X-XSS-Protection
Non-standard: This feature is non-standard and is not on a standards track. Do not use it on production sites facing the Web: it will not work for every user. There may also be large incompatibilities between implementations and the behavior may change in the future.
The HTTP X-XSS-Protection
response header was a feature of Internet Explorer, Chrome and Safari that stopped pages from loading when they detected reflected cross-site scripting (XSS) attacks. These protections are largely unnecessary in modern browsers when sites implement a strong Content-Security-Policy
that disables the use of inline JavaScript ('unsafe-inline'
).
Warning: Even though this feature can protect users of older web browsers that don't yet support CSP, in some cases, XSS protection can create XSS vulnerabilities in otherwise safe websites. See the section below for more information.
Note:
- Chrome has removed their XSS Auditor
- Firefox has not, and will not implement
X-XSS-Protection
- Edge has retired their XSS filter
This means that if you do not need to support legacy browsers, it is recommended that you use Content-Security-Policy
without allowing unsafe-inline
scripts instead.
Header type | Response header |
---|---|
Forbidden header name | no |
Syntax
X-XSS-Protection: 0
X-XSS-Protection: 1
X-XSS-Protection: 1; mode=block
X-XSS-Protection: 1; report=<reporting-uri>
- 0
-
Disables XSS filtering.
- 1
-
Enables XSS filtering (usually default in browsers). If a cross-site scripting attack is detected, the browser will sanitize the page (remove the unsafe parts).
- 1; mode=block
-
Enables XSS filtering. Rather than sanitizing the page, the browser will prevent rendering of the page if an attack is detected.

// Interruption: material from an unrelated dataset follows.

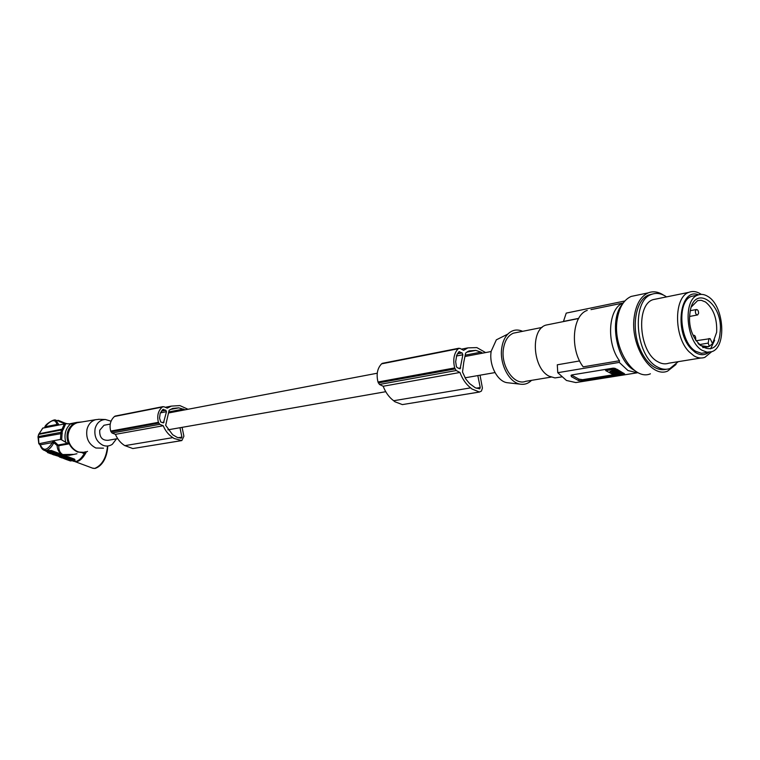 <?xml version="1.0" encoding="UTF-8"?>
<svg xmlns="http://www.w3.org/2000/svg" width="760" height="760" viewBox="0 0 760 760"><rect width="100%" height="100%" fill="white"/><g stroke="black" fill="none" stroke-linecap="round" stroke-linejoin="round"><path stroke-width="1.14" d="M85.453 452.285L84.331 453.644C81.538 458.242 78.66 460.854 75.696 461.472L73.425 461.206M38.988 443.726L53.238 440.791L53.751 442.719L52.563 442.215L53.238 440.791L60.449 439.46L60.923 432.259L61.531 429.96L62.614 430.416L62.196 432.079L38.161 436.62L38.732 434.378L61.503 429.96L62.149 429.144L63.318 429.333L62.614 430.416M40.261 445.417L39.909 444.552M52.563 442.215L52.326 442.615C47.253 450.67 43.254 451.411 40.308 444.809L52.326 442.615L53.485 443.355L53.751 442.719L57.086 445.464L58.824 445.692C58.529 449.806 59.831 452.76 62.719 454.565L73.14 454.385M53.495 440.809L58.273 445.198M71.24 460.845L74.85 460.398L74.328 459.724L51.347 451.155L46.084 451.012L47.623 452.257M53.485 443.355C51.233 447.516 48.792 449.891 46.16 450.471L43.653 450.101M57.086 445.464C57.313 449.492 58.947 452.494 61.987 454.47L69.046 455.392L76.94 453.748M56.496 420.451L59.042 420.784L58.89 421.373L64.847 423.69M59.042 420.784L66.633 423.738M63.052 422.987L63.669 423.234M58.235 420.536L57.75 420.441M58.282 420.327L63.403 422.484M66.082 423.481L67.46 423.785M66.072 423.519L63.65 422.579M58.938 424.821L55.746 420.166C54.397 418.617 45.647 424.013 44.878 426.787L56.924 424.507C55.413 418.655 51.404 419.453 44.897 426.92L45.058 426.702M58.054 425.001L56.924 424.507L58.32 424.27M72.105 423.994L65.721 423.69L63.318 429.333M58.824 445.692L68.495 443.973L61.645 439.869L62.196 432.079M61.645 439.869L60.449 439.46M38.066 436.924L38.342 437.769M42.759 428.165L65.721 423.69M64.419 423.728L62.149 429.144L39.444 433.713M42.95 428.022L57.237 425.163M42.759 428.06L38.703 434.492M38.019 436.734L38.636 434.378L42.864 428.041M82.023 421.933L76.769 422.408C72.456 423.994 69.597 427.291 68.201 432.288C66.766 441.57 69.901 448.162 77.605 452.058L85.177 452.371L87.533 451.373M85.557 451.772C76.152 455.601 65.379 443.441 68.581 432.44C70.015 427.367 72.951 424.118 77.396 422.693L79.876 422.284M99.161 419.311L95.541 419.7C91.238 421.087 88.397 424.26 87.02 429.219C85.68 438.035 88.635 444.296 95.893 448.01L103.502 448.172M116.508 438.833L112.309 444.305C109.459 446.186 106.39 446.538 103.122 445.36C96.605 442.006 93.955 436.363 95.142 428.44C96.824 422.816 100.244 419.834 105.383 419.501L111.055 421.192M105.403 425.001L104.006 425.267L99.731 430.236C99.379 437.237 102.201 440.581 108.195 440.287L117.686 438.624M51.347 451.155L51.499 450.556L49.067 450.547L45.999 451.335M51.499 450.556L61.987 454.47M62.956 454.841L74.471 459.135L74.328 459.724M50.141 452.627L48.963 452.266L49.267 451.668M48.963 452.266L49.343 452.837L47.547 452.561L47.709 451.905L49.011 452.105M52.402 452.105L53.817 452.466L54.292 453.539M49.115 452.238L49.286 451.592L51.462 451.582L52.44 451.953L52.279 452.599L49.115 452.238L53.143 453.197M57.978 454.09L59.099 454.433L57.807 455.269L58.567 455.135M65.056 457.634L61.883 456.712L65.056 457.634L65.218 456.988L62.804 456.009M54.511 453.425L54.15 454.119L54.672 452.779L55.699 453.159L55.528 453.805L54.511 453.425L54.672 452.779M55.66 453.292L57.997 454.014L57.826 454.67L56.81 454.29L56.971 453.634M58.986 454.869L62.852 455.829L62.69 456.475L61.712 456.114L61.873 455.468M65.398 457.064L65.236 457.71L65.398 457.064M67.364 458.394L67.507 457.843L65.835 456.988M67.44 458.099L73.293 460.503L70.471 460.969L65.493 459.23L68.115 458.612M73.264 460.436L73.264 459.714L68.276 457.966M47.547 452.561L50.853 453.786L50.502 453.264L52.459 453.454M51.291 453.055L52.43 453.558M51.271 453.131L50.122 452.703M63.697 457.596L62.149 457.985L59.356 456.95L62.225 457.092M62.709 457.301L63.669 457.738M62.69 457.377L62.13 457.472M56.943 455.154L60.173 456.712L55.442 455.373M57.465 455.62L56.572 455.287M57.437 455.734L56.363 455.212M55.755 455.42L57.086 455.791L56.021 455.278M58.615 456.399L58.007 456.104L58.615 456.399M65.274 458.251L66.32 458.508M64.315 457.691L64.866 458.099M64.191 458.185L62.662 457.995L64.752 458.954L66.263 458.707M64.172 458.375L63.66 458.308L64.172 458.375M54.236 455.05L52.24 454.299L53.741 454.043L56.724 455.154L54.236 455.05M58.472 455.515L55.746 454.793M52.554 453.483L53.551 453.976L52.041 454.233L51.148 453.359M51.024 453.853L52.525 453.596M52.145 452.817L51.157 452.789L52.279 452.599M51.462 451.582L51.291 452.228M49.666 451.526L49.505 452.171M50.169 452.428L50.34 451.772M53.817 452.466L53.646 453.112M52.63 452.067L52.468 452.713M52.069 453.131L53.124 453.245M56.905 454.603L57.959 454.717L58.121 454.062M57.959 454.717L58.938 455.078M56.192 454.556L56.829 454.908M63.612 457.339L62.899 457.035L63.612 457.339M54.15 454.119L57.826 454.67M56.81 454.29L56.534 453.615M56.373 454.271L55.528 453.805M55.185 454.214L55.812 454.242L55.185 454.214M58.225 455.553L61.17 456.731L62.69 456.475M59.878 454.717L59.717 455.373L60.695 455.734L60.857 455.088M60.695 455.734L61.056 456.219L61.227 455.572M61.056 456.219L61.712 456.114M59.717 455.373L58.206 455.62M64.372 457.7L65.236 457.71M64.334 457.852L67.346 458.489L65.673 457.634M68.78 459.724L69.597 459.99L68.78 459.724M70.195 460.702L72.409 460.341L71.079 459.791L68.457 460.085L70.195 460.702L71.373 459.904M69.302 459.401L67.706 459.866L66.823 459.183L69.853 459.619M69.236 459.676L69.825 459.591M67.507 459.068L67.706 459.866M67.868 459.22L68.381 459.268M75.097 460.208L74.471 459.135M84.474 452.561L85.177 452.827M39.909 444.21L38.798 443.498M38.912 443.431L38.475 437.627L62.282 433.418M465.291 355.148L480.976 352.146L475.779 350.388L469.262 350.892L467.59 351.642L465.623 353.087L463.752 362.377L462.517 372.039L465.766 378.974L469.604 383.591L475.266 387.752L479.731 388.882L480.234 387.524L477.812 375.582M185.126 409.82L178.771 407.835L172.596 408.433L169.119 410.276L165.67 425.344L172.662 434.739L177.232 437.409L181.232 438.216L181.925 437.104L179.987 427.719M480.976 352.146L482.59 353.153M459.752 351.68L458.831 351.851L456.741 355.195L455.658 361.712L456.399 366.548L457.121 367.584L460.085 368.856L462.868 354.777L462.108 352.916L458.822 351.861M479.579 392.027L402.363 404.595L479.436 392.027L471.95 388.987L470.383 387.657C465.889 384.066 462.412 379.002 459.952 372.466L456.19 370.528L454.68 367.925C452.77 359.822 453.919 353.428 458.147 348.755L459.857 348.327L463.609 350.312L467.884 347.88L476.852 347.595L485.621 352.573M479.436 392.027L481.441 391.067L482.419 388.065L480.035 375.193M402.363 404.595L394.953 401.774L393.404 400.539C388.977 397.176 385.567 392.416 383.183 386.251L379.459 384.455L377.986 382.005C376.152 374.357 377.359 368.305 381.587 363.841L382.651 363.28M459.952 372.466L383.183 386.251M455.012 368.923L378.299 382.945M458.147 348.755L381.587 363.841M454.68 367.925L377.986 382.005M458.384 348.545L381.834 363.641M162.754 409.507L160.17 413.392L159.534 418.085L160.711 421.981L163.466 422.902L166.478 411.692L165.813 410.248L162.744 409.507L163.628 409.336M182.096 427.358L183.901 436.259L181.82 440.581L174.078 438.472L172.634 437.465C168.501 434.748 165.376 430.844 163.239 425.752L159.752 424.337L158.412 422.322C156.835 415.986 158.099 410.903 162.193 407.075L163.818 406.695L167.295 408.139L171.389 406.096L179.864 405.584L188.014 409.269M181.051 440.686L132.839 448.552L181.184 440.686M132.839 448.552L124.583 445.502C120.545 442.928 117.496 439.204 115.425 434.34L112.014 433L110.703 431.081C109.193 425.03 110.447 420.156 114.484 416.48L115.482 416.005M158.697 423.092L110.979 431.822M162.431 406.913L114.712 416.318M162.193 407.075L114.484 416.48M158.412 422.322L110.703 431.081M163.239 425.752L115.425 434.34M183.635 409.07L168.739 411.92M503.348 336.328L496.346 339.834L491.207 351.177C488.718 364.838 497.42 381.681 507.357 382.726L508.259 382.831M522.614 331.322C517.094 328.928 512.154 329.859 507.803 334.106C504.754 337.326 502.778 341.734 501.856 347.339C498.987 363.29 509.124 383.002 520.628 384.209C524.751 384.769 528.38 383.486 531.534 380.351M551.142 377.102L525.721 381.311C514.168 386.118 500.26 365.683 503.519 348.241C504.916 340.394 508.212 335.378 513.418 333.165L516.857 332.481M561.583 376.931L554.961 377.919L549.261 376.248C532.674 368.581 530.147 329.716 545.841 325.118L549.489 324.387M579.633 360.933L557.289 364.8L557.764 372.695L566.466 380.475L575.852 382.565L637.355 372.79L627.997 370.548L619.267 362.397L557.764 372.695M578.673 318.364L563.464 321.433L566.228 313.11L624.853 300.988M564.746 321.176L565.953 321.072M571.425 376.675L578.664 380.637L578.873 379.135L571.634 375.155L571.425 376.675L571.064 375.316L571.9 374.927L613.158 368.144L616.939 369.236L624.596 373.901L582.436 380.712L578.664 380.637M623.523 373.141L582.568 379.696L578.873 379.135M614.298 368.144L605.891 369.882M621.585 372.894L615.306 369.312L605.653 370.595L613.168 374.585L621.404 373.264L621.651 372.352M613.653 372.267L615.192 372.334L613.653 372.267M615.866 373.264L615.828 373.578C611.705 373.644 609.767 372.941 610.005 371.459L612.094 371.127L616.037 373.378M614.916 369.882L611.733 370.395L616.645 373.188L619.913 372.884L614.916 369.882M610.1 371.393L613.51 372.599M612.836 369.959L614.184 370.519L614.061 371.516M618.858 372.115L617.614 372.315L617.49 373.312M616.094 371.801L617.614 372.315M616.056 372.134L616.132 371.526L614.184 370.519M619.267 362.397L619.486 360.734C605.929 342.855 608.38 307.733 623.238 302.993L590.995 309.624M634.6 370.509L633.536 369.863C615.98 359.784 609.083 318.554 622.516 304.057M636.215 295.374L631.161 296.428C623.665 299.829 618.972 307.743 617.091 320.15C612.655 348.051 633.631 381.13 650.408 373.806M663.461 295.079C658.236 291.688 653.153 290.956 648.213 292.866C640.746 296.286 636.082 304.266 634.23 316.806C629.859 344.992 650.883 378.48 667.612 371.108L676.067 364.43M666.216 369.265C662.397 370.262 658.473 369.597 654.445 367.279C648.736 363.831 644.005 357.903 640.271 349.514C630.695 328.577 635.436 299.544 648.822 294.966L652.545 294.034M678.29 361.655L669.921 368.534C665.836 369.93 661.589 369.36 657.2 366.842C635.293 355.851 631.132 300.599 651.548 294.395C656.108 292.628 660.801 293.265 665.627 296.286L666.529 296.894M657.134 298.813L653.049 299.639C635.531 304.922 639.046 352.222 657.808 361.722C661.599 363.916 665.266 364.401 668.8 363.195L700.825 358.007M711.673 351.719L704.843 357.361C701.337 358.587 697.689 358.065 693.908 355.813L688.921 351.623C673.731 336.452 673.835 297.046 688.864 292.344C692.711 290.842 696.683 291.412 700.786 294.053L701.261 294.376M708.928 352.269C704.7 355.528 700.045 355.499 694.982 352.184L691.23 348.878C673.892 331.569 680.19 287.071 698.497 294.832M695.086 295.63L691.581 296.334C676.486 300.903 679.697 342.827 695.903 351.386L701.442 353.286L708.225 352.279M710.591 348.84L714.637 340.195M702.183 350.341L707.038 352.184L711.702 351.709C726.968 347.396 724.156 305.909 708.073 296.58C704.539 294.3 701.119 293.797 697.813 295.079C682.736 299.649 685.986 341.734 702.183 350.341M689.909 313.576C685.767 344.584 717.744 364.059 720.062 332.804C724.147 302.983 692.911 282.15 689.909 313.576M698.06 343.52L700.682 345.581L708.329 346.75L709.365 346.313L712.567 343.624L716.651 332.3C717.26 318.725 713.535 308.617 705.48 301.967L701.195 300.276L697.623 300.608L691.4 306.869M696.017 340.746L710.115 338.656L712.567 343.624M709.014 338.494L708.178 343.102L709.365 346.313L704.51 347.073M695.486 339.891L695.732 338.95C695.675 336.471 694.915 335.226 693.452 335.217L693.177 335.369M698.592 313.272C698.525 310.783 697.765 309.538 696.293 309.538L695.362 311.191C695.419 313.68 696.188 314.925 697.651 314.925L698.592 313.272M619.486 360.734L583.195 366.852C569.677 349.438 572.308 315.115 587.233 310.403M470.659 387.866L393.67 400.729M172.881 437.627L124.83 445.654M65.806 442.491C63.868 434.938 65.417 428.763 70.452 423.947M68.495 443.973C65.464 435.366 67.146 428.611 73.559 423.709M58.254 444.99L67.431 443.346M73.264 459.714L73.103 460.351M68.837 458.061L68.675 458.707M69.901 460.151L69.787 460.636M68.276 459.287L68.115 459.933M84.331 453.644L82.26 452.855M107.493 446.272C106.334 457.824 102.096 465.196 94.772 468.407L92.501 468.122M86.336 451.953C83.391 457.644 80.18 460.883 76.722 461.681L74.746 461.519L92.957 468.293L94.962 468.435M178.144 437.731L181.925 437.104M476.244 388.189L480.234 387.524M475.779 350.388L466.887 352.108M462.108 352.916L457.425 353.827M462.868 354.777L456.427 356.012M460.702 367.963L458.603 368.344M456.19 370.528L379.459 384.455M164.065 422.18L162.089 422.541M166.478 411.692L160.388 412.86M165.813 410.248L161.376 411.112M159.752 424.337L112.014 433M178.771 407.835L170.325 409.469M582.436 380.712L582.568 379.696M623.694 374.138L623.808 373.245M615.419 368.419L615.306 369.312M614.289 368.153L614.165 369.151M606.053 369.502L605.929 370.5M613.595 370.386L613.462 371.383M616.778 372.191L616.645 373.188M708.178 343.102L699.295 344.613M84.712 453.131L81.653 457.434M46.075 451.022L44.346 450.385C42.389 449.644 41.002 447.906 40.185 445.18L38.817 443.659M72.343 460.798L73.881 461.377M56.249 420.356L57.674 420.916M72.589 423.976L73.103 423.871M38.77 443.565L38.009 436.858M105.383 419.501L98.439 419.292M73.454 459.857L73.293 460.474M107.749 446.167C107.436 454.385 103.949 465.509 95.076 468.416M167.903 429.837L385.757 391.704M465.072 377.815L494.988 372.58M458.85 348.241L382.299 363.346M162.877 406.647L115.159 416.072M507.357 382.726L520.628 384.209M578.578 318.526L545.841 325.118M605.786 369.597L605.653 370.595M621.784 372.419L621.708 372.989M651.548 294.395L648.822 294.966M653.049 299.639L688.864 292.344M702.772 347.633L708.329 346.75M690.365 310.678L696.293 309.538M542.089 327.427L513.418 333.165M171.389 406.096L165.262 407.293M95.541 419.7L77.396 422.693M691.581 296.334L697.813 295.079M496.346 339.834L507.803 334.106M69.331 423.89L76.769 422.408M689.69 316.435L697.319 314.991M631.161 296.428L648.213 292.866M104.006 425.267L110.238 424.08M168.492 412.984L377.255 373.217M465.072 356.488L491.15 351.519M467.884 347.88L461.424 349.153"/></g></svg>

- 1; report=<reporting-URI> (Chromium only)
-
Enables XSS filtering. If a cross-site scripting attack is detected, the browser will sanitize the page and report the violation. This uses the functionality of the CSP
report-uri
directive to send a report.
Vulnerabilities caused by XSS filtering
Consider the following excerpt of HTML code for a webpage:
<script>
var productionMode = true;
</script>
<!-- [...] -->
<script>
if (!window.productionMode) {
// Some vulnerable debug code
}
</script>
This code is completely safe if the browser doesn't perform XSS filtering. However, if it does and the search query is ?something=%3Cscript%3Evar%20productionMode%20%3D%20true%3B%3C%2Fscript%3E
, the browser might execute the scripts in the page ignoring <script>var productionMode = true;</script>
(thinking the server included it in the response because it was in the URI), causing window.productionMode
to be evaluated to undefined
and executing the unsafe debug code.
Setting the X-XSS-Protection
header to either 0
or 1; mode=block
prevents vulnerabilities like the one described above. The former would make the browser run all scripts and the latter would prevent the page from being processed at all (though this approach might be vulnerable to side-channel attacks if the website is embeddable in an <iframe>
).
Example
Block pages from loading when they detect reflected XSS attacks:
X-XSS-Protection: 1; mode=block
PHP
header("X-XSS-Protection: 1; mode=block");
Apache (.htaccess)
<IfModule mod_headers.c>
Header set X-XSS-Protection "1; mode=block"
</IfModule>
Nginx
add_header "X-XSS-Protection" "1; mode=block";
Specifications
Not part of any specifications or drafts.